In classic Italian style, delivery was a little slow (about 1.5 weeks), but UPS tracking information was provided and CI customer service was reasonably responsive over phone and email. You mustn't take for granted the Italian culture towards administration - patience is key!

Machine and grinder arrived double boxed and well packaged and very happy so far!


----------



## DavecUK (Aug 6, 2013)

Legs said:


> Whilst aware of this thread, I recently bought a Bezzera Unica PID (on DavecUK's recommendation!) and Nemox Lux grinder from Caffè Italia for a decent (Black Friday) price and had no issues. (I did make sure to pay with PayPal to get their Buyer Protection cover in case things went wrong).


 Are you sure it was me...I don't know anything about the Bezzera Unica?


----------



## MediumRoastSteam (Jul 7, 2015)

@Legs - I think you got yourself confused... Do you mean @BlackCatCoffee's David (and not @DavecUK)as per this post?

https://www.coffeeforums.co.uk/topic/56113-bezzera-vs-vibiemme/?do=embed&comment=794547&embedComment=794547&embedDo=findComment


----------



## Mrboots2u (May 10, 2013)

Legs said:


> Whilst aware of this thread, I recently bought a Bezzera Unica PID (on DavecUK's recommendation!) and Nemox Lux grinder from Caffè Italia for a decent (Black Friday) price and had no issues. (I did make sure to pay with PayPal to get their Buyer Protection cover in case things went wrong).
> 
> In classic Italian style, delivery was a little slow (about 1.5 weeks), but UPS tracking information was provided and CI customer service was reasonably responsive over phone and email. You mustn't take for granted the Italian culture towards administration - patience is key!
> 
> Machine and grinder arrived double boxed and well packaged and very happy so far!

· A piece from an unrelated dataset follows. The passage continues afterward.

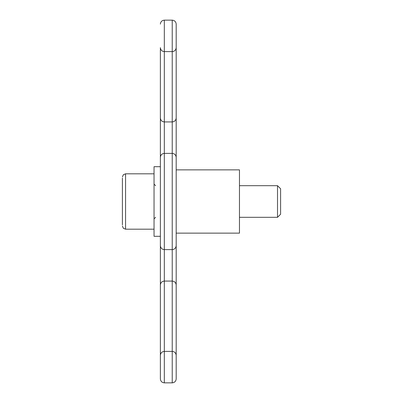 <?xml version="1.0" encoding="UTF-8"?>
<svg xmlns="http://www.w3.org/2000/svg" width="403" height="403" viewBox="0 0 403 403"><rect width="100%" height="100%" fill="white"/><g stroke="black" fill="none" stroke-linecap="round" stroke-linejoin="round"><path stroke-width="0.6" d="M176.187 117.973C175.94 120.356 174.62 121.676 172.232 121.928C174.62 121.676 175.94 120.356 176.187 117.973L176.187 24.104L176.187 169.859L239.468 169.859L239.468 233.141L176.187 233.141L176.187 378.896L176.187 285.027C175.94 282.644 174.62 281.324 172.232 281.072L164.323 281.072C161.941 281.324 160.621 282.644 160.369 285.027L160.369 47.655C160.621 50.037 161.941 51.357 164.323 51.609C161.941 51.357 160.621 50.037 160.369 47.655M122.401 224.919L122.401 178.081M277.511 185.682L277.511 217.318L280.599 214.235L280.599 188.765L277.511 185.682L239.468 185.682M122.401 210.865L122.401 214.95M176.187 245.659C175.94 248.041 174.62 249.361 172.232 249.613C174.62 249.361 175.94 248.041 176.187 245.659L176.187 157.341C175.94 154.959 174.62 153.639 172.232 153.387L164.323 153.387C161.941 153.639 160.621 154.959 160.369 157.341L160.369 166.696L154.042 166.696L154.042 236.304L160.369 236.304L160.369 245.659C160.621 248.041 161.941 249.361 164.323 249.613C161.941 249.361 160.621 248.041 160.369 245.659M176.187 355.345C175.94 352.963 174.62 351.643 172.232 351.391C174.62 351.643 175.94 352.963 176.187 355.345L176.187 285.027C175.94 282.644 174.62 281.324 172.232 281.072L172.232 249.613L164.323 249.613L164.323 281.072C161.941 281.324 160.621 282.644 160.369 285.027L160.369 378.896L160.369 285.027M160.369 378.896L160.369 355.345L160.369 378.896C160.621 381.278 161.941 382.598 164.323 382.85C161.941 382.598 160.621 381.278 160.369 378.896M176.187 157.341C175.94 154.959 174.62 153.639 172.232 153.387L172.232 51.609C174.62 51.357 175.94 50.037 176.187 47.655C175.94 50.037 174.62 51.357 172.232 51.609L172.232 20.15C174.62 20.402 175.94 21.722 176.187 24.104C175.94 21.722 174.62 20.402 172.232 20.15L164.323 20.15C161.941 20.402 160.621 21.722 160.369 24.104C160.621 21.722 161.941 20.402 164.323 20.15L164.323 121.928C161.941 121.676 160.621 120.356 160.369 117.973C160.621 120.356 161.941 121.676 164.323 121.928L164.323 153.387C161.941 153.639 160.621 154.959 160.369 157.341M172.232 51.609L164.323 51.609M172.232 121.928L164.323 121.928M172.232 351.391L164.323 351.391C161.941 351.643 160.621 352.963 160.369 355.345C160.621 352.963 161.941 351.643 164.323 351.391L164.323 382.85L172.232 382.85L172.232 281.072M176.187 378.896C175.94 381.278 174.62 382.598 172.232 382.85C174.62 382.598 175.94 381.278 176.187 378.896M154.042 173.814L125.565 173.814L125.565 229.186L123.348 228.274L122.401 226.023M164.323 153.387L164.323 249.613M172.232 249.613L172.232 153.387M164.323 281.072L164.323 351.391M155.623 185.682L154.042 184.1M277.511 217.318L239.468 217.318M154.042 229.186L125.565 229.186M155.623 217.318L154.042 218.9M125.565 173.814L123.348 174.726L122.401 176.977"/></g></svg>

 If anything happens to that machine m, good luck getting it sorted , will cost you more than a few pennies you saved buying it and more in time trying to get a reply from them.


----------



## BlackCatCoffee (Apr 11, 2017)

Guilty as charged. I didn't recommend where to buy it from however.

Glad it arrived safe. Enjoy it, they are fantastic machines.

David


----------



## Cana (Mar 7, 2015)

Hated the shop with a passion. Got my items in the end but customer service was non-existant. Went about a month- a few months of absolute silence for a very very very expensive tamper by Mazzer :x


----------



## Legs (Nov 25, 2020)

MediumRoastSteam said:


> @Legs - I think you got yourself confused... Do you mean @BlackCatCoffee's David (and not @DavecUK)as per this post?
> 
> https://www.coffeeforums.co.uk/topic/56113-bezzera-vs-vibiemme/?do=embed&comment=794547&embedComment=794547&embedDo=findComment


 I certainly did! well spotted - apologies @DavecUK!

@Mrboots2uI am banking on the built quality of Bezzera to see out the 2 year warranty in any case! I'm also not afraid of taking the back off and sorting things myself but thank for the warning. I also struggled to find another Unica on the market - seems a relatively rare machine!


----------



## BlackCatCoffee (Apr 11, 2017)

Legs said:


> I certainly did! well spotted - apologies @DavecUK!
> 
> @Mrboots2uI am banking on the built quality of Bezzera to see out the 2 year warranty in any case! I'm also not afraid of taking the back off and sorting things myself but thank for the warning. I also struggled to find another Unica on the market - seems a relatively rare machine!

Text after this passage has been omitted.